Sure, your computer can fetch data, but is it as well-trained as Fido? Dr. David Roberts of NC State is the only computer scientist in the country working in the field of machine learning — smart devices that learn through experience — through the lens of dog training. A dog owner himself, Roberts believes that computer programming and dog training share surprisingly similar roots. We talked to Roberts about thermostats, treats and learning-by-demonstration.

How did you make the connection between machine learning and dog training?

The field of machine learning is focused on developing algorithms that enable computers and devices to improve their experience through experience. Think of the Nest thermostat or Google search results that are personally customized based on your browsing history. Machine learning actually has its roots in reinforcement learning, also called operant conditioning, which is traceable back to work by psychologists in the 1950s, like B.F. Skinner. Over the years that model has drifted away from its psychological underpinnings of reward and punishment, and today’s machine learning devices use sophisticated mathematical models that translate user feedback into numerical signals. The problem is that these algorithms have to make all sorts of assumptions about that feedback, in very context-dependent situations, in order to make it a numerical signal.

With dog training, the most basic communication is achieved through rewards and punishments. So, we started to think about how we can make computers respond to the types of feedback that humans use in pet training. This approach helps to take some of the guesswork out of some of the algorithms for programmable devices. It’s a more natural way of modeling feedback from humans.

Why use dog training as opposed to some other model?

About 40 percent of households in the U.S. have a dog, so dog training techniques are familiar to many people. Even if only half of that 40 percent are well-versed in training methods, and if we can come up with ways for computers to learn from the same training methods used with pets, then we’ve opened up the possibility for 20 percent of the population to customize the behavior of their computers and devices through a much more natural, easier paradigm.

I also see overlap between computer programming and dog training. For example, I try to avoid using forms of positive punishment in dog training because there is the risk of a misattribution occurring. The dog could associate the punishment with something that is not actually what you are trying to discourage, ultimately causing more problems. The same can be true of some of the smart devices on the market today. The Nest thermostat uses a learning-by-demonstration model, so it learns your behavior over time. If it learns your habits incorrectly, it can be really hard for it to unlearn those and get the results you were looking for.

What might the interaction between a user and a computer with your training paradigm look like in the future?

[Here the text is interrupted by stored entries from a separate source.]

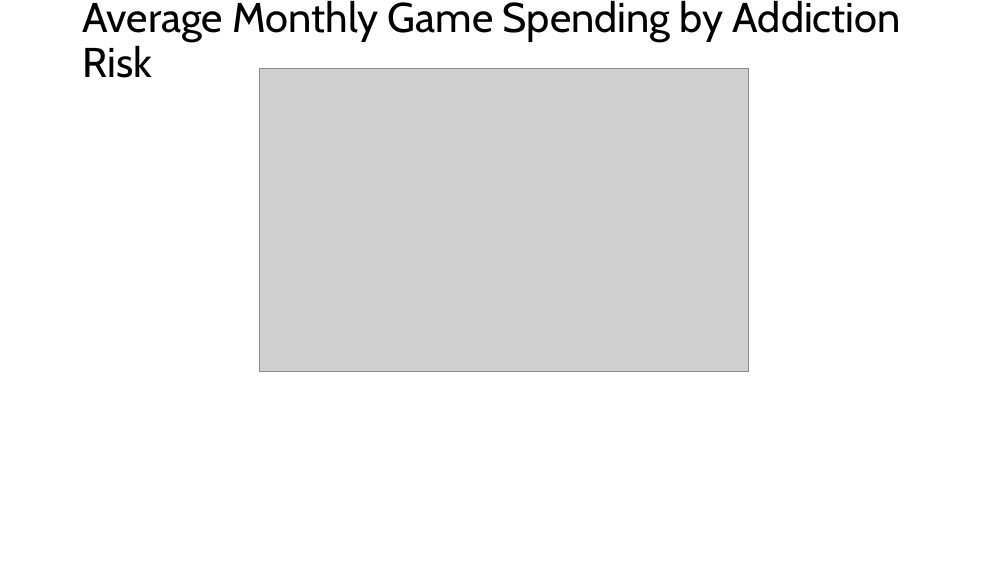
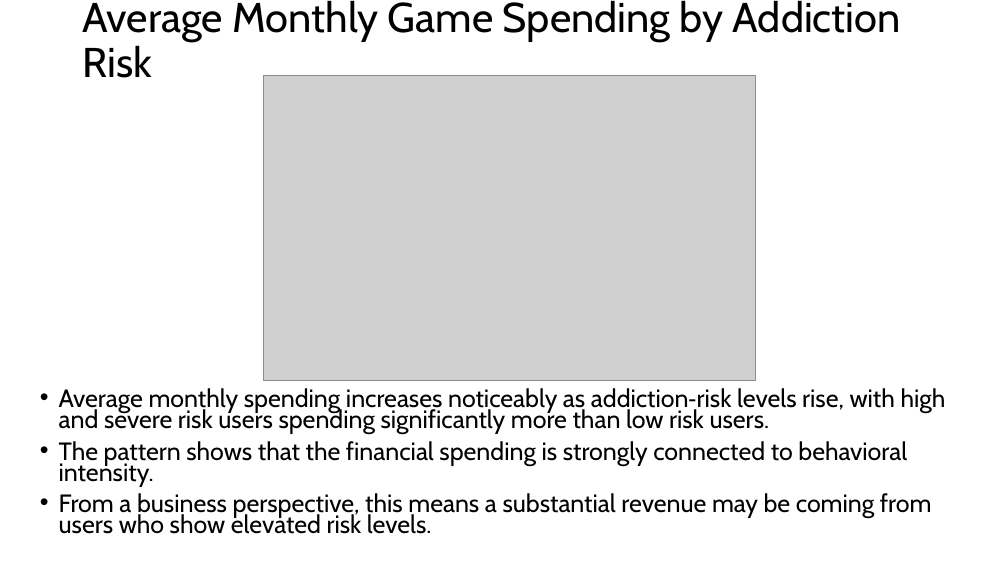
Before and after one commit to ilsecaher/MSDS470_X40_Data-Visualization_Wk5, a slide deck: slide 3 of MSDS670_X40_Data Visualization_AssignmentWk6 - Ilse Severance.pptx. Drawn at 1008x567 pixels with LibreOffice and Linux fonts; fonts in the diff are those of the drawing; grey boxes stand for pictures. Boxes give left, top, right and bottom in pixels: in the first picture for what was removed or moved away, otherwise in the second. Text is boxed around its words. In the diff, an @@ line names an element or a change of style, - is before the commit and + after.

```diff
--- a/MSDS670_X40_Data Visualization_AssignmentWk6 - Ilse Severance.pptx
+++ b/MSDS670_X40_Data Visualization_AssignmentWk6 - Ilse Severance.pptx
@@ picture: place and size @@
-picture at (259,68,749,371)
+picture at (264,75,756,380)
@@ text added at (59,388,946,534), 23.8 pt, text #000000 @@
+• Average monthly spending increases noticeably as addiction‑risk levels rise, with high and severe risk users spending significantly more than low risk users.
+• The pattern shows that the financial spending is strongly connected to behavioral intensity.
+• From a business perspective, this means a substantial revenue may be coming from users who show elevated risk levels.
```
Also in this commit, not shown: 6 other slides changed.

The goal is to open up personalization for not just computers, but also programmable devices like coffee makers, thermostats and light timers. For example, you could train your thermostat to adjust the temperature automatically when you have guests over without having to sit down and set programming rules. It might also send a message to your phone that says, “Based on the temperature outside, I will set the inside temperature at X degrees.” You can either ignore that and give it an implicit reward, or use explicit rewards and punishment by saying “yes” or “no.” It depends on your training style.

My personal theory on dog training is that in order to communicate something more meaningful than the basics of reward and punishment to a dog, you have to effectively manipulate the dog’s environment. Thinking about that in a more formal way has allowed me to communicate more sophisticated things to my dogs. Like, what is the variable that I’m changing or tasks that I’m asking of the dog? Have they been exposed to this before? Can I change more than one variable at once? And those same concepts can be applied to computer science — that’s what our research is all about.

Also, these aren’t competing paradigms. One could combine our paradigm with others used in machine learning devices today and they might actually work together to improve the performance of both.